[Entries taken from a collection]
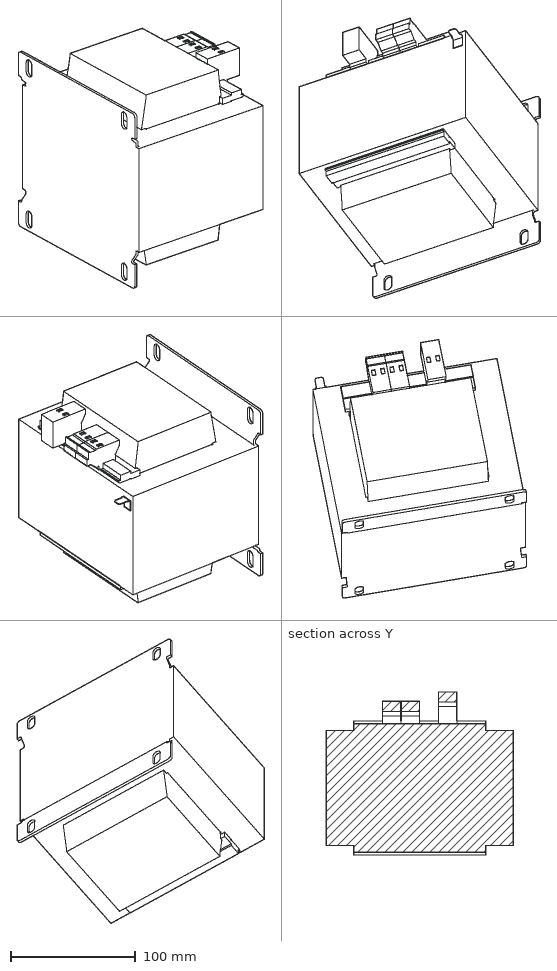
import cadquery as cq
import math


plate_width = 150.0
plate_height = 155.4
plate_thickness = 2.25
flange_offset = 4.25
flange_bend_z = 53.8
bend_angle = 45.0
bend_inner_radius = 0.5
bend_outer_radius = bend_inner_radius + plate_thickness
plate_corner_radius = 3.0
notch_depth = 4.0
notch_bottom_z = 46.2
notch_top_z = 55.8
notch_radius = 1.0
slot_width = 7.0
slot_length = 14.8
slot_spacing_x = 122.5
slot_spacing_z = 134.6

core_width = plate_width
core_depth = 125.0
core_height = 92.4
core_leg = core_width / 6
core_back_y = flange_offset + plate_thickness
core_front_y = core_back_y + core_depth
core_top_z = core_height / 2
window_width = 100.4

coil_width = 98.0
coil_half_height = 75.7
coil_rim = 2.4
coil_top_back_y = 32.2
coil_top_front_y = 106.3
coil_base_back_y = 27.5
coil_base_front_y = 109.8

carrier_width = 106.0
carrier_back_y = 107.4
carrier_step_y = 116.6
carrier_front_y = 126.8
carrier_lip_y = 128.7
carrier_step_z = 51.6
carrier_top_z = 53.7
carrier_lip_top_z = 49.0
carrier_lip_edge = 0.6
carrier_lip_root_y = 128.0
carrier_gap = 0.5

terminal_width = 14.9
terminal_pitch = 15.0
tall_terminal_shift = 0.2
low_terminal_positions = (-1.5 * terminal_pitch, -0.5 * terminal_pitch)
tall_terminal_position = 1.5 * terminal_pitch - tall_terminal_shift
terminal_front_y = 143.25
terminal_back_y = 110.4
terminal_foot_back_y = 114.4
terminal_foot_front_y = 131.0
terminal_foot_z = 49.0
terminal_belly_z = 52.4
terminal_shoulder_height = 4.9
terminal_taper_height = 6.9
low_terminal_top_z = 69.5
tall_terminal_top_z = 76.9
ridge_front_y = 141.7
ridge_back_y = 140.4
ridge_foot_z = 63.0
groove_ramp_low_y = 134.8
groove_ramp_high_y = 133.5
groove_depth = 0.7
chin_front_z = 57.1
chin_front_y = 139.7
chin_back_y = 134.0

entry_spacing = 7.5
entry_width = 2.9
entry_depth = 1.0
entry_back_y = 125.2
entry_length = 4.5

tab_center_x = -68.1
tab_base_width = 8.5
tab_blade_width = 7.0
tab_thickness = 0.6
tab_bend_radius = 1.2
tab_top_z = 41.4
tab_bottom_z = 31.5
tab_shoulder_y = 134.5
tab_end_y = 142.8
tab_end_chamfer = 1.2


def extrude_side_profile(points, width, center_x=0.0):
    """Extrude a (y, z) outline along X, centred on center_x."""
    profile = cq.Workplane("YZ", origin=(center_x, 0, 0)).polyline(points).close()
    return profile.extrude(width / 2, both=True)


def box_between(x_range, y_range, z_range):
    """Box spanning the given (low, high) ranges."""
    size = [high - low for low, high in (x_range, y_range, z_range)]
    return cq.Workplane("XY").box(*size, centered=False).translate((x_range[0], y_range[0], z_range[0]))


def bend_edges(plate, y, z):
    """Select the edges along X at (y, +z) and (y, -z)."""
    reach = 0.1
    picked = plate.edges("|X")
    low = (-plate_width, y - reach, z - reach)
    high = (plate_width, y + reach, z + reach)
    mirrored_low = (-plate_width, y - reach, -z - reach)
    mirrored_high = (plate_width, y + reach, -z + reach)
    upper = cq.selectors.BoxSelector(low, high)
    lower = cq.selectors.BoxSelector(mirrored_low, mirrored_high)
    return picked.edges(upper + lower)


def make_plate():
    top_z = plate_height / 2
    web_bend_z = flange_bend_z - flange_offset / math.tan(math.radians(bend_angle))
    inner_shift = plate_thickness * math.tan(math.radians(bend_angle / 2))
    outer = [(0, top_z), (0, flange_bend_z), (flange_offset, web_bend_z)]
    inner = [
        (core_back_y, web_bend_z + inner_shift),
        (plate_thickness, flange_bend_z + inner_shift),
        (plate_thickness, top_z),
    ]
    outer_mirrored = [(y, -z) for y, z in reversed(outer)]
    inner_mirrored = [(y, -z) for y, z in reversed(inner)]
    plate = extrude_side_profile(outer + outer_mirrored + inner_mirrored + inner, plate_width)
    plate = plate.edges("|Y").fillet(plate_corner_radius)

    plate = bend_edges(plate, *outer[1]).fillet(bend_outer_radius)
    plate = bend_edges(plate, *inner[0]).fillet(bend_outer_radius)
    plate = bend_edges(plate, *outer[2]).fillet(bend_inner_radius)
    plate = bend_edges(plate, *inner[1]).fillet(bend_inner_radius)

    slots = (
        cq.Workplane("XZ")
        .rarray(slot_spacing_x, slot_spacing_z, 2, 2)
        .slot2D(slot_length, slot_width, 90)
        .extrude(-core_back_y)
    )
    notches = (
        cq.Workplane("XZ")
        .rarray(plate_width, notch_bottom_z + notch_top_z, 2, 2)
        .rect(2 * notch_depth, notch_top_z - notch_bottom_z)
        .extrude(-core_back_y)
        .edges("|Y")
        .fillet(notch_radius)
    )
    return plate.cut(slots).cut(notches)


def make_core():
    core_x = (-core_width / 2, core_width / 2)
    window_x = (-window_width / 2, window_width / 2)
    core_z = (-core_top_z, core_top_z)
    core = box_between(core_x, (core_back_y, core_front_y), core_z)
    window = box_between(window_x, (core_back_y + core_leg, core_front_y - core_leg), core_z)
    return core.cut(window)


def make_coil():
    rim_z = coil_half_height - coil_rim
    upper = [
        (coil_base_back_y, core_top_z),
        (coil_top_back_y, rim_z),
        (coil_top_back_y, coil_half_height),
        (coil_top_front_y, coil_half_height),
        (coil_top_front_y, rim_z),
        (coil_base_front_y, core_top_z),
    ]
    lower = [(y, -z) for y, z in reversed(upper)]
    return extrude_side_profile(upper + lower, coil_width)


def make_carrier():
    return extrude_side_profile(
        [
            (carrier_back_y, core_top_z),
            (carrier_back_y, carrier_step_z),
            (carrier_step_y, carrier_step_z),
            (carrier_step_y, carrier_top_z),
            (carrier_front_y, carrier_top_z),
            (carrier_front_y, carrier_lip_top_z),
            (carrier_lip_y, carrier_lip_top_z),
            (carrier_lip_y, carrier_lip_top_z - carrier_lip_edge),
            (carrier_lip_root_y, core_top_z + carrier_gap),
            (carrier_step_y, core_top_z + carrier_gap),
            (carrier_step_y, core_top_z),
        ],
        carrier_width,
    )


def cut_entries(terminal, center_x, top_z):
    """Cut the two wire entries into the top of a terminal."""
    for side in (-1, 1):
        x = center_x + side * entry_spacing / 2
        x_range = (x - entry_width / 2, x + entry_width / 2)
        y_range = (entry_back_y, entry_back_y + entry_length)
        terminal = terminal.cut(box_between(x_range, y_range, (top_z - entry_depth, top_z)))
    return terminal


def terminal_back_and_foot(top_z):
    """Outline from the top back edge down and around the foot to its front."""
    shoulder_z = top_z - terminal_shoulder_height
    return [
        (terminal_back_y, top_z),
        (terminal_back_y, shoulder_z),
        (terminal_foot_back_y, shoulder_z - terminal_taper_height),
        (terminal_foot_back_y, terminal_foot_z),
        (terminal_foot_front_y, terminal_foot_z),
        (terminal_foot_front_y, terminal_belly_z),
    ]


def make_low_terminal(center_x):
    top_z = low_terminal_top_z
    front = [
        (chin_back_y, terminal_belly_z),
        (chin_front_y, chin_front_z),
        (terminal_front_y, chin_front_z),
        (terminal_front_y, ridge_foot_z),
        (ridge_front_y, ridge_foot_z),
    ]
    top = [
        (ridge_front_y, top_z),
        (ridge_back_y, top_z),
        (ridge_back_y, top_z - groove_depth),
        (groove_ramp_low_y, top_z - groove_depth),
        (groove_ramp_high_y, top_z),
    ]
    outline = terminal_back_and_foot(top_z) + front + top
    terminal = extrude_side_profile(outline, terminal_width, center_x)
    return cut_entries(terminal, center_x, top_z)


def make_tall_terminal(center_x):
    top_z = tall_terminal_top_z
    front = [(terminal_front_y, terminal_belly_z), (terminal_front_y, top_z)]
    terminal = extrude_side_profile(terminal_back_and_foot(top_z) + front, terminal_width, center_x)
    return cut_entries(terminal, center_x, top_z)


def make_earth_tab():
    blade_x = (tab_center_x - tab_blade_width / 2, tab_center_x + tab_blade_width / 2)
    blade_bottom_z = tab_top_z - tab_thickness
    leg_front_y = core_front_y + tab_thickness
    angle = extrude_side_profile(
        [
            (core_front_y, tab_bottom_z),
            (core_front_y, tab_top_z),
            (tab_shoulder_y, tab_top_z),
            (tab_shoulder_y, blade_bottom_z),
            (leg_front_y, blade_bottom_z),
            (leg_front_y, tab_bottom_z),
        ],
        tab_base_width,
        tab_center_x,
    )
    angle = angle.edges("|X and <Y and >Z").fillet(tab_bend_radius)
    angle = angle.edges(cq.selectors.NearestToPointSelector((tab_center_x, leg_front_y, blade_bottom_z)))
    angle = angle.fillet(tab_bend_radius - tab_thickness)
    blade = box_between(blade_x, (tab_shoulder_y, tab_end_y), (blade_bottom_z, tab_top_z))
    blade = blade.edges("|Z and >Y").chamfer(tab_end_chamfer)
    return angle.union(blade)


carrier = make_carrier()
result = make_core().union(make_coil()).union(make_plate())
result = result.union(carrier).union(carrier.mirror("XY"))
for position in low_terminal_positions:
    result = result.union(make_low_terminal(position))
result = result.union(make_tall_terminal(tall_terminal_position))
result = result.union(make_earth_tab())

> EXERCISE INSTRUCTIONS: Show all lines from the records above where the word "size" occurs.

> RESPONSE AREA:
    size = [high - low for low, high in (x_range, y_range, z_range)]
    return cq.Workplane("XY").box(*size, centered=False).translate((x_range[0], y_range[0], z_range[0]))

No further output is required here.